Wikimedia Cloud Services team/Clinic duties
The WMCS team practices a clinic duty rotation that runs from one weekly team meeting to the next. Each team member takes a turn sequentially performing these duties. Clinic Duty runs from one weekly meeting to the next. Your shift begins after the weekly meeting, and ends with the next.
In a similar fashion, we have two oncall duty rotations, that also run for one week (see the calendar).
Start of clinic duty
- Change clinic duty in title of #wikimedia-cloud-admin connect to yourself. If this is your first time:
- You need to first get ops on the channel, see https://meta.wikimedia.org/wiki/IRC/Instructions#ChanServ_commands
- For the above to work, you need the necessary permissions on the channel. Ask for help :)
- Alternatively, this should work:
/cs topic #wikimedia-cloud-admin The whole topic message goes here...
- Archive the weekly meeting etherpad to https://office.wikimedia.org/wiki/Wikimedia_Cloud_Services/Meeting_Notes/YYYY-MM-DD
- Create next week's etherpad by copy-pasting over the content of the archived one and deleting anything outdated, such as meeting-specific agenda
🦄 of the week duties
Meetings
- Monday: attend the "SRE Staff Meeting" (if scheduled for that week)
- Copy "outgoing updates" from our Etherpad to the "SRE Staff Meeting" document (linked in the calendar event)
- Consider if anything else is worth adding to what is already listed in the "outgoing updates" section (anything happening in WMCS that might be of interest to the wider SRE group)
- Wednesday (at the end of the clinic duty shift): Facilitate the Weekly WMCS team meeting
Phabricator
- Complete tasks under "Clinic Duty" on Phabricator board
- Help triage new / incoming tasks on phabricator
Community
IRC
- #wikimedia-cloud connect monitoring
- Respond to help requests
- Watch for pings to other team members and intercept if appropriate
- Watch for pings to
!help
- Call people out for poor behavior in the channel
- Praise people for helping constructively
Community Requests
Check for and respond to incoming requests. For new project requests or quota requests, please seek and obtain at least one other person's approval before approving and granting the request. Ensure this permission is explicitly documented on the phabricator ticket. For all floating IP requests, and any request you are unsure about, please bring up to the weekly meeting. Requests that represent an increase of more than double the quota or more than 300GB of storage should also be reviewed at the weekly meeting.
- DB Requests
- Related docs: Add_a_wiki#Cloud_Services
- Toolforge Quota Requests
- Related docs: Portal:Toolforge/Admin/Kubernetes#Quota management
- Related docs: Portal:Data_Services/Admin/Wiki_Replicas#User_connection_limits
Maintenance tasks (probably not all weeks)
Oncall Duty
During your shift, you are expected to monitor and react to alerts, as well as highly prioritize working on tasks that improve the current alert/monitoring/stability of the platforms. See Decision Record for more information.
Monitoring
Alerts
- phaultfinder (This bot automatically opens tasks for non-paging alerts). Please ensure all open requests get assigned and worked (whether yourself or someone else).
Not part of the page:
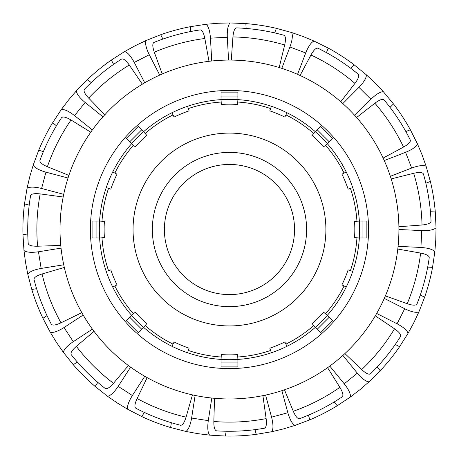 <?xml version="1.0" encoding="UTF-8"?>
<svg xmlns="http://www.w3.org/2000/svg" width="459" height="459" viewBox="0 0 459 459"><rect width="100%" height="100%" fill="white"/><g stroke="black" fill="none" stroke-linecap="round" stroke-linejoin="round"><path stroke-width="0.69" d="M164.391 229.517A65.08 65.08 0 0 1 262.009 173.158A65.08 65.08 0 0 1 262.009 285.882A65.08 65.08 0 0 1 164.391 229.517M237.751 102.036A127.751 127.751 0 0 1 270.603 108.571L271.384 106.293A130.161 130.161 0 0 1 286.973 112.748L284.844 117.074A125.341 125.341 0 0 0 269.829 110.854L271.384 106.293A130.161 130.161 0 0 0 237.905 99.632L237.596 104.445A125.341 125.341 0 0 0 221.347 104.445L221.037 99.632A130.161 130.161 0 0 1 237.905 99.632L237.905 92.127L221.037 92.127L221.037 99.632A130.161 130.161 0 0 0 187.559 106.293L189.114 110.854A125.341 125.341 0 0 0 174.099 117.074L171.97 112.748A130.161 130.161 0 0 1 221.037 99.632L221.192 102.036A127.751 127.751 0 0 0 188.333 108.571M285.905 114.911A127.751 127.751 0 0 1 313.761 133.523L315.35 131.71A130.161 130.161 0 0 1 327.278 143.638L323.658 146.823A125.341 125.341 0 0 0 312.172 135.33L315.35 131.71A130.161 130.161 0 0 0 286.973 112.748A130.161 130.161 0 0 1 315.35 131.71L317.249 129.811L329.178 141.745L332.586 138.331L320.657 126.403L317.249 129.811M325.471 145.233A127.751 127.751 0 0 1 344.078 173.083L346.241 172.022A130.161 130.161 0 0 1 352.701 187.611L348.134 189.16A125.341 125.341 0 0 0 341.921 174.15L346.241 172.022A130.161 130.161 0 0 0 327.278 143.638L329.178 141.745M356.953 221.238L359.357 221.083A130.161 130.161 0 0 1 359.357 237.957L354.549 237.642A125.341 125.341 0 0 0 354.549 221.393L356.953 221.238A127.751 127.751 0 0 0 350.418 188.385M350.418 270.655L352.701 271.43A130.161 130.161 0 0 1 346.241 287.018L341.921 284.89A125.341 125.341 0 0 0 348.134 269.881L350.418 270.655A127.751 127.751 0 0 0 356.953 237.802M325.471 313.807L327.278 315.396A130.161 130.161 0 0 1 315.35 327.33L312.172 323.704A125.341 125.341 0 0 0 323.658 312.218L325.471 313.807A127.751 127.751 0 0 0 344.078 285.957M285.905 344.13L286.973 346.293A130.161 130.161 0 0 1 271.384 352.747L269.829 348.186A125.341 125.341 0 0 0 284.844 341.966L285.905 344.13A127.751 127.751 0 0 0 313.761 325.517M237.751 357.004L237.905 359.408A130.161 130.161 0 0 1 221.037 359.408L221.347 354.595A125.341 125.341 0 0 0 237.596 354.595L237.751 357.004A127.751 127.751 0 0 0 270.603 350.464M188.333 350.464L187.559 352.747A130.161 130.161 0 0 1 171.97 346.293L174.099 341.966A125.341 125.341 0 0 0 189.114 348.186L188.333 350.464A127.751 127.751 0 0 0 221.192 357.004M145.182 325.517L143.592 327.33A130.161 130.161 0 0 1 131.658 315.396L135.285 312.218A125.341 125.341 0 0 0 146.771 323.704L145.182 325.517A127.751 127.751 0 0 0 173.037 344.13M114.859 285.957L112.702 287.018A130.161 130.161 0 0 1 106.241 271.43L110.808 269.881A125.341 125.341 0 0 0 117.022 284.89L114.859 285.957A127.751 127.751 0 0 0 133.471 313.807M101.99 237.802L99.586 237.957A130.161 130.161 0 0 1 99.586 221.083L104.394 221.393A125.341 125.341 0 0 0 104.394 237.642L101.99 237.802A127.751 127.751 0 0 0 108.525 270.655M108.525 188.385L106.241 187.611A130.161 130.161 0 0 1 112.702 172.022L117.022 174.15A125.341 125.341 0 0 0 110.808 189.16L108.525 188.385A127.751 127.751 0 0 0 101.99 221.238M114.859 173.083A127.751 127.751 0 0 1 133.471 145.233L131.658 143.638A130.161 130.161 0 0 1 143.592 131.71L146.771 135.33A125.341 125.341 0 0 0 135.285 146.823L131.658 143.638A130.161 130.161 0 0 0 112.702 172.022A130.161 130.161 0 0 1 131.658 143.638L129.765 141.745L141.693 129.811L138.285 126.403L126.357 138.331L129.765 141.745M143.592 131.71A130.161 130.161 0 0 1 171.97 112.748A130.161 130.161 0 0 0 143.592 131.71L141.693 129.811M99.586 221.083A130.161 130.161 0 0 1 106.241 187.611A130.161 130.161 0 0 0 99.586 221.083L92.081 221.083L92.081 237.957L99.586 237.957A130.161 130.161 0 0 0 106.241 271.43A130.161 130.161 0 0 1 99.586 237.957M131.658 315.396A130.161 130.161 0 0 1 112.702 287.018A130.161 130.161 0 0 0 131.658 315.396L126.357 320.703L138.285 332.637L143.592 327.33A130.161 130.161 0 0 0 171.97 346.293A130.161 130.161 0 0 1 143.592 327.33M221.037 359.408A130.161 130.161 0 0 1 187.559 352.747A130.161 130.161 0 0 0 221.037 359.408L221.037 366.913L237.905 366.913L237.905 359.408A130.161 130.161 0 0 0 271.384 352.747A130.161 130.161 0 0 1 237.905 359.408M315.35 327.33A130.161 130.161 0 0 1 286.973 346.293A130.161 130.161 0 0 0 315.35 327.33L320.657 332.637L332.586 320.703L327.278 315.396A130.161 130.161 0 0 0 346.241 287.018A130.161 130.161 0 0 1 327.278 315.396M359.357 237.957A130.161 130.161 0 0 1 352.701 271.43A130.161 130.161 0 0 0 359.357 237.957L366.861 237.957L366.861 221.083L359.357 221.083A130.161 130.161 0 0 0 352.701 187.611A130.161 130.161 0 0 1 359.357 221.083M229.471 325.936A96.413 96.413 0 0 0 312.969 181.311A96.413 96.413 0 0 0 145.973 181.311A96.413 96.413 0 0 0 229.471 325.936M229.471 306.652A77.135 77.135 0 0 0 296.267 190.955A77.135 77.135 0 0 0 162.67 190.955A77.135 77.135 0 0 0 229.471 306.652M436.033 227.75L435.293 211.978A206.573 206.573 0 0 0 430.376 181.477L426.118 166.273L422.114 154.953L417.455 143.885L410.363 129.777A206.573 206.573 0 0 0 393.466 103.918L383.391 91.754L375.129 83.045L366.374 74.828L354.159 64.822A206.573 206.573 0 0 0 328.202 48.069L314.054 41.058L302.957 36.462L291.62 32.52L276.387 28.349A206.573 206.573 0 0 0 245.863 23.598L230.085 22.95L218.082 23.266L206.12 24.275L190.508 26.656A206.573 206.573 0 0 0 160.69 34.735L146.014 40.558L135.175 45.728L124.659 51.517L111.365 60.043A206.573 206.573 0 0 0 87.411 79.55L76.372 90.842L68.575 99.97L61.317 109.535L52.642 122.731A206.573 206.573 0 0 0 38.694 150.294L33.203 165.102L29.789 176.612L27.052 188.305L24.499 203.888A206.573 206.573 0 0 0 22.967 234.738L23.971 250.499L25.532 262.405L27.787 274.195L31.791 289.474A206.573 206.573 0 0 0 42.945 318.282L50.272 332.27L56.543 342.512L63.399 352.363L73.268 364.693A206.573 206.573 0 0 0 95.174 386.478L107.555 396.278L117.447 403.077L127.722 409.29L141.751 416.542A206.573 206.573 0 0 0 170.622 427.53L185.924 431.449L197.726 433.635L209.637 435.138L225.403 436.05A206.573 206.573 0 0 0 256.248 434.346L271.82 431.701L283.49 428.901L294.982 425.424L309.756 419.847A206.573 206.573 0 0 0 337.245 405.745L350.395 397.001L359.919 389.691L369.002 381.842L380.23 370.74A206.573 206.573 0 0 0 399.605 346.677L408.057 333.337L413.788 322.786L418.895 311.919L424.638 297.208A206.573 206.573 0 0 0 432.55 267.345L434.845 251.721L435.786 239.753L436.033 227.75C433.841 229.861 429.085 230.82 421.764 230.613L420.926 247.464C428.236 247.98 432.871 249.403 434.845 251.721M22.967 234.738L27.769 233.964A201.748 201.748 0 0 1 29.198 205.133L24.499 203.888M27.787 274.195C29.496 271.676 33.949 269.754 41.155 268.429L38.47 251.773C31.212 252.783 26.381 252.358 23.971 250.499M36.594 288.7L31.791 289.474M81.811 312.654L60.972 322.82C55.631 325.282 52.395 325.706 51.265 324.1A201.748 201.748 0 0 1 34.029 279.571C33.782 277.62 36.462 275.756 42.067 273.977L64.323 267.465M63.732 264.791L41.155 268.429M56.434 125.783L52.642 122.731M63.399 352.363C63.927 349.368 67.215 345.799 73.262 341.662L64.036 327.537C57.817 331.409 53.227 332.993 50.272 332.27M95.174 386.478L97.813 382.387A201.748 201.748 0 0 1 77.342 362.031L73.268 364.693M128.394 365.519L113.488 383.288C109.609 387.706 106.827 389.41 105.14 388.406A201.748 201.748 0 0 1 71.283 354.738C70.267 353.057 71.954 350.263 76.355 346.361L94.038 331.358M92.408 329.155L73.262 341.662M113.585 64.369L111.365 60.043M127.722 409.29C126.988 406.335 128.537 401.74 132.381 395.503L118.204 386.352C114.102 392.422 110.55 395.727 107.555 396.278M144.39 412.452L141.751 416.542M192.447 394.878L186.061 417.168C184.311 422.785 182.464 425.47 180.513 425.241A201.748 201.748 0 0 1 135.893 408.252C134.275 407.127 134.682 403.891 137.115 398.538L147.167 377.637M144.78 376.288L132.381 395.503M190.778 31.516L190.508 26.656M209.637 435.138C207.766 432.734 207.313 427.903 208.283 420.645L191.615 418.051C190.33 425.264 188.437 429.727 185.924 431.449M226.149 431.242L225.403 436.05M262.904 395.641L266.134 418.602C266.822 424.443 266.231 427.65 264.35 428.23A201.748 201.748 0 0 1 216.677 430.863C214.749 430.496 213.802 427.369 213.842 421.488L214.525 398.309M211.8 398.045L208.283 420.645M274.66 32.893L276.387 28.349M294.982 425.424C292.297 423.996 289.922 419.767 287.85 412.739L271.567 417.151C273.334 424.259 273.415 429.113 271.82 431.701M308.488 415.154L309.756 419.847M327.583 367.676L339.872 387.344C342.879 392.399 343.636 395.572 342.162 396.863A201.748 201.748 0 0 1 299.675 418.66C297.765 419.107 295.63 416.634 293.278 411.253L284.471 389.794M281.872 390.666L287.85 412.739M350.728 68.276L354.159 64.822M369.002 381.842C365.966 381.63 362.071 378.732 357.326 373.15L344.244 383.804C348.748 389.582 350.796 393.983 350.395 397.001M377.16 366.965L380.23 370.74M375.296 315.826L394.522 328.793C399.319 332.19 401.309 334.777 400.483 336.562A201.748 201.748 0 0 1 370.539 373.752C368.973 374.94 366.018 373.551 361.675 369.587L344.91 353.568M342.884 355.421L357.326 373.15M405.825 131.532L410.363 129.777M418.895 311.919C416.032 312.958 411.298 311.896 404.695 308.729L397.075 323.784C403.541 327.233 407.202 330.417 408.057 333.337M420.295 295.011L424.638 297.208M397.792 249.053L420.633 253.081C426.394 254.229 429.263 255.783 429.234 257.751A201.748 201.748 0 0 1 417.007 303.904C416.061 305.625 412.796 305.562 407.219 303.703L385.382 295.889M384.286 298.402L404.695 308.729M427.69 267.104L432.55 267.345M398.085 246.328L420.926 247.464M391.183 178.907L413.685 173.29C419.423 171.999 422.676 172.251 423.45 174.059A201.748 201.748 0 0 1 431.047 221.198C430.881 223.154 427.874 224.422 422.022 224.996L398.9 226.74M356.614 117.504L374.888 103.223C379.604 99.712 382.68 98.622 384.12 99.959A201.748 201.748 0 0 1 410.237 139.926C410.88 141.785 408.648 144.166 403.536 147.069L383.122 158.068M300.066 75.477L310.95 54.994C313.824 49.87 316.194 47.621 318.053 48.258A201.748 201.748 0 0 1 358.169 74.151C359.512 75.58 358.439 78.667 354.95 83.395L340.773 101.749M328.202 48.069L326.469 52.619L318.053 48.258M231.307 60.077L232.92 36.944C233.459 31.092 234.71 28.074 236.666 27.896A201.748 201.748 0 0 1 283.846 35.234C285.659 35.997 285.934 39.25 284.672 44.993L279.181 67.525M162.228 73.979L154.293 52.188C152.405 46.623 152.319 43.358 154.04 42.4A201.748 201.748 0 0 1 200.124 29.915C202.086 29.875 203.664 32.738 204.84 38.493L208.994 61.311M104.778 114.779L88.667 98.1C84.68 93.779 83.274 90.836 84.45 89.258A201.748 201.748 0 0 1 121.474 59.108C123.253 58.276 125.852 60.244 129.277 65.029L142.347 84.181M68.89 175.413L47.386 166.732C41.987 164.408 39.503 162.285 39.939 160.369A201.748 201.748 0 0 1 61.5 117.768C62.785 116.282 65.964 117.028 71.03 120L90.767 132.181M60.766 245.404L37.592 246.219C31.711 246.294 28.584 245.364 28.2 243.436A201.748 201.748 0 0 1 30.569 195.752C31.137 193.87 34.345 193.256 40.185 193.91L63.17 197.014M376.673 313.457L397.075 323.784M395.262 344.479L399.605 346.677M329.803 366.075L344.244 383.804M334.175 401.975L337.245 405.745M265.589 395.079L271.567 417.151M254.974 429.653L256.248 434.346M195.127 395.451L191.615 418.051M171.373 422.722L170.622 427.53M130.603 367.137L118.204 386.352M83.177 315.029L64.036 327.537M47.019 315.62L42.945 318.282M61.047 248.135L38.47 251.773M27.052 188.305C29.64 186.693 34.488 186.75 41.608 188.471L45.929 172.159C38.889 170.134 34.649 167.782 33.203 165.102M68.035 178.017L45.929 172.159M43.398 151.545L38.694 150.294M63.715 194.329L41.608 188.471M61.317 109.535C64.335 109.116 68.741 111.141 74.547 115.611L85.127 102.466C79.522 97.756 76.601 93.877 76.372 90.842M102.942 116.81L85.127 102.466M91.203 82.603L87.411 79.55M92.357 129.954L74.547 115.611M124.659 51.517C127.585 52.355 130.786 55.998 134.269 62.447L149.284 54.741C146.077 48.155 144.987 43.427 146.014 40.558M159.721 75.092L149.284 54.741M162.911 39.067L160.69 34.735M144.711 82.792L134.269 62.447M206.12 24.275C208.449 26.232 209.895 30.862 210.457 38.166L227.303 37.236C227.056 29.915 227.985 25.153 230.085 22.95M211.719 61.001L210.457 38.166M228.565 60.072L227.303 37.236M291.62 32.52C292.951 35.257 292.389 40.076 289.933 46.979L305.7 52.98C308.454 46.193 311.236 42.217 314.054 41.058M281.797 68.351L289.933 46.979M297.564 74.352L305.7 52.98M366.374 74.828C366.477 77.875 364.004 82.046 358.949 87.353L370.912 99.247C376.191 94.164 380.35 91.668 383.391 91.754M354.79 115.461L370.912 99.247M390.035 107.366L393.466 103.918M342.827 103.568L358.949 87.353M417.455 143.885C416.313 146.708 412.354 149.514 405.578 152.308L411.671 168.04C418.556 165.544 423.376 164.953 426.118 166.273M390.345 176.296L411.671 168.04M425.837 183.233L430.376 181.477M384.258 160.558L405.578 152.308M398.923 229.477L421.764 230.613M368.336 221.852A139.077 139.077 0 0 1 166.674 353.614A139.077 139.077 0 0 1 153.398 113.092A139.077 139.077 0 0 1 368.336 221.852M430.433 211.737L435.293 211.978M238.812 398.71A169.451 169.451 0 0 0 371.325 136.834A169.451 169.451 0 0 0 78.277 153.013A169.451 169.451 0 0 0 238.812 398.71M246.133 28.458L245.863 23.598M346.241 172.022A130.161 130.161 0 0 0 327.278 143.638M271.384 106.293A130.161 130.161 0 0 0 237.905 99.632M145.182 133.523A127.751 127.751 0 0 1 173.037 114.911M329.178 317.295L317.249 329.229M237.905 362.094L221.037 362.094M141.693 329.229L129.765 317.295M96.901 237.957L96.901 221.083M362.042 221.083L362.042 237.957M221.037 96.947L237.905 96.947M420.633 253.081A192.608 192.608 0 0 1 407.219 303.703M413.685 173.29A192.608 192.608 0 0 1 422.022 224.996M374.888 103.223A192.608 192.608 0 0 1 403.536 147.069M310.95 54.994A192.608 192.608 0 0 1 354.95 83.395M232.92 36.944A192.608 192.608 0 0 1 284.672 44.993M154.293 52.188A192.608 192.608 0 0 1 204.84 38.493M88.667 98.1A192.608 192.608 0 0 1 129.277 65.029M47.386 166.732A192.608 192.608 0 0 1 71.03 120M60.972 322.82A192.608 192.608 0 0 1 42.067 273.977M37.592 246.219A192.608 192.608 0 0 1 40.185 193.91M113.488 383.288A192.608 192.608 0 0 1 76.355 346.361M186.061 417.168A192.608 192.608 0 0 1 137.115 398.538M266.134 418.602A192.608 192.608 0 0 1 213.842 421.488M339.872 387.344A192.608 192.608 0 0 1 293.278 411.253M394.522 328.793A192.608 192.608 0 0 1 361.675 369.587"/></g></svg>

- alertmanager (team=wmcs)
- You might also find this dashboard useful to browse alert history
- Icinga for WMCS hardware.
- Watch for wmcs-related emails (cron, puppet failing on our projects, etc.) and fix
Cloud VPS alerts
These include things WMCS isn't directly responsible for. For this reason, most of these alerts aren't critical and aren't WMCS's problem to solve. However, projects for which WMCS is the owner / admin, like tools, admin, etc, are important and we should respond as the responsible party.
Dashboards
This list isn't exhaustive. Dashboards can be utilized to debug or confirm issues within WMCS platforms.
- Platform Health
Improvements
If nothing currently requires immediate attention, you should work on improving tooling in this area. Consider:
- Moving alerts from Icinga to Alertmanager (e.g. novafullstack, ceph)
- Adding new alerts or removing stale alerts (e.g. Adding neutron alert, Adding ceph alerts, Adding novafullstack alerts)
- Improving runbooks and documentation
- Writing cookbooks to automate tasks (e.g. remove grid errors, remove grid node, ceph_reboot, increase quotas )
- Cleaning up puppet code, add tests
- Improve/fix/upgrade the dashboards for the team in grafana.